── Information ──

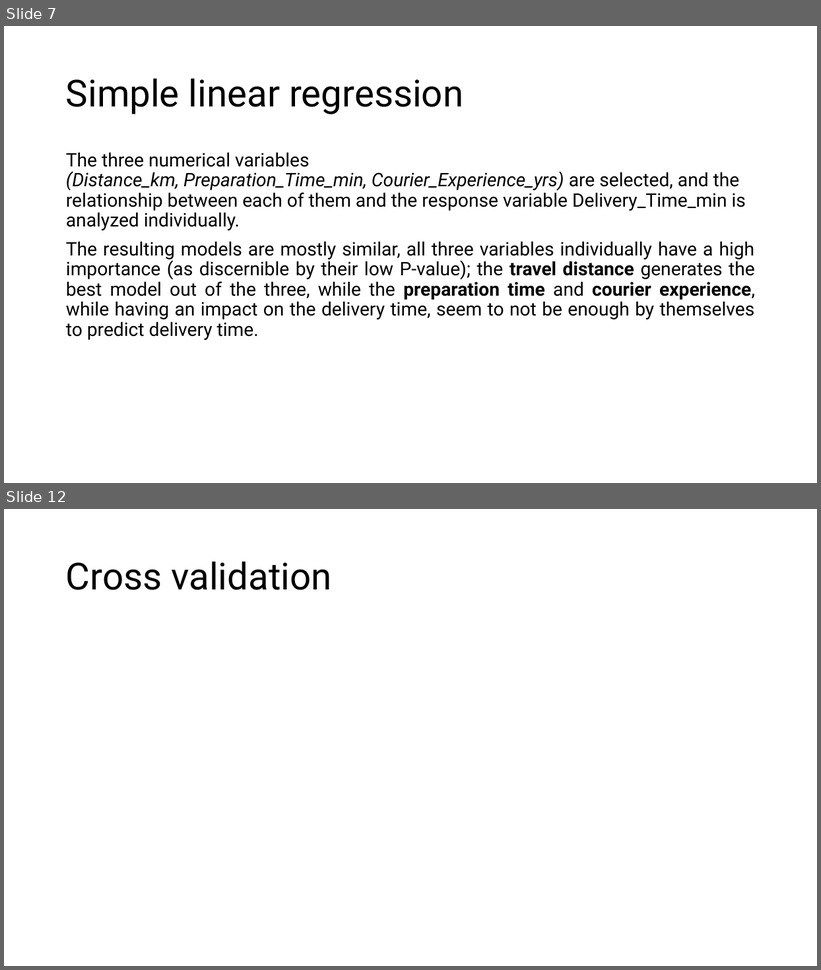
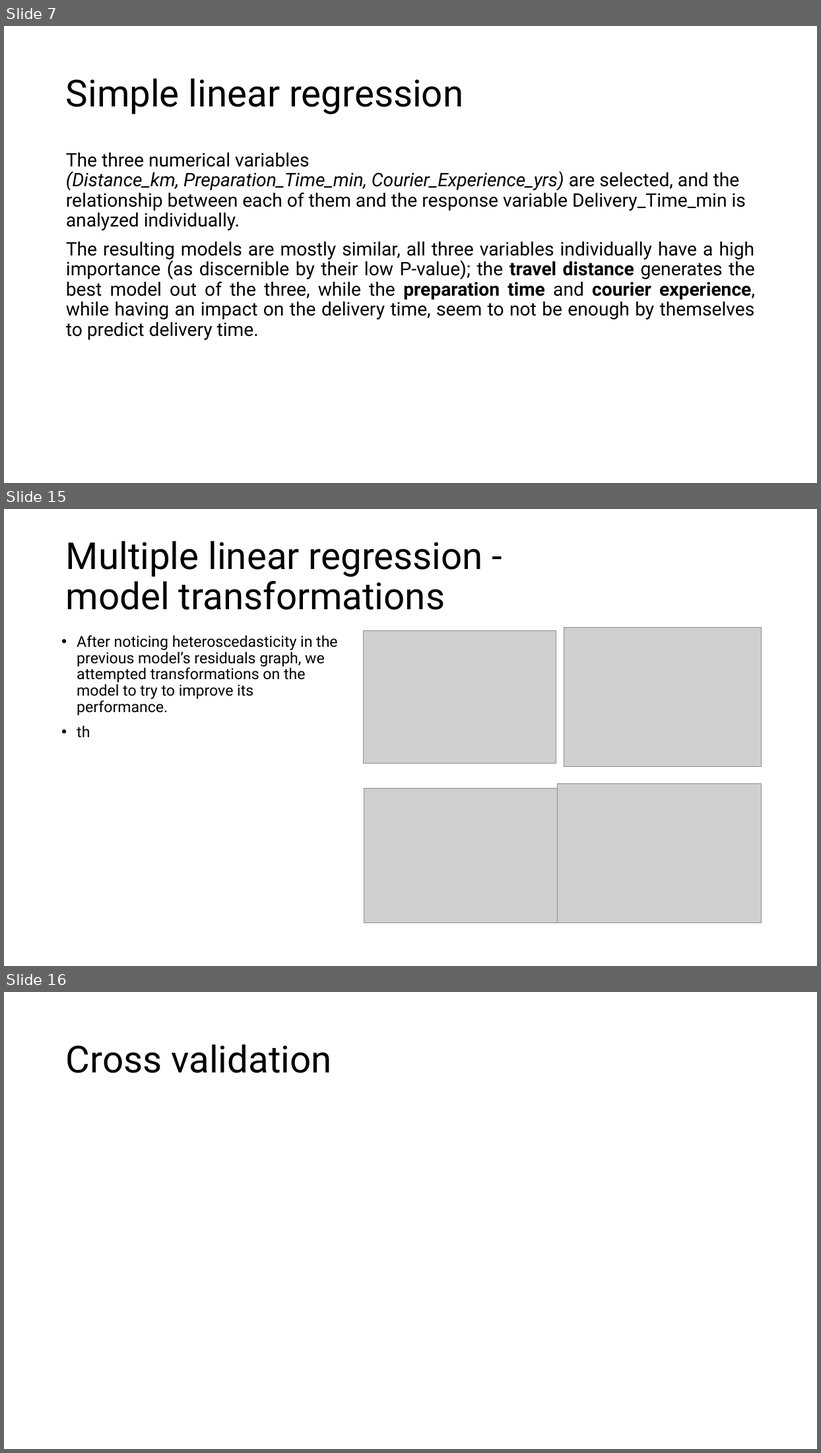
Before and after one commit to DanieleGotti/Food_Delivery_Time_Prediction, a slide deck: Presentazione_progetto.pptx. Shown one above the other, each under a label of ours: slides 7 and 12 before the commit, slides 7, 15 and 16 after it; the slides between them are not shown. The pictures are 821x970 and 821x1453 pixels, drawn with LibreOffice and Linux fonts; fonts in the diff are those of the drawing; grey boxes stand for pictures. Boxes give left, top, right and bottom in pixels: in the first picture for what was removed or moved away, otherwise in the second. Text is boxed around its words. In the diff, an @@ line names an element or a change of style, - is before the commit and + after.

```diff
--- a/Presentazione_progetto.pptx
+++ b/Presentazione_progetto.pptx
@@ slide 15 added at [4,509,817,966], background #FFFFFF @@
@@ title added at [66,541,483,610], 44 pt, text #000000 @@
+Multiple linear regression -
+model transformations
@@ picture added at [564,627,762,766] @@
@@ text added at [77,635,338,738], 18 pt, text #000000 @@
+• After noticing heteroscedasticity in the previous model’s residuals graph, we attempted transformations on the model to try to improve its performance.
+• th
@@ picture added at [363,631,556,764] @@
@@ picture added at [557,784,761,923] @@
@@ picture added at [364,788,561,923] @@
@@ what was slide 12 is now slide 16 @@
```
Also in this commit, not shown: 4 slides changed, 3 other slides added, 25 other files.

───

Required action:
Scan the preceding records line by line, and state how many lines contain "transformations". Nothing else belongs in the answer.

Task answer:
2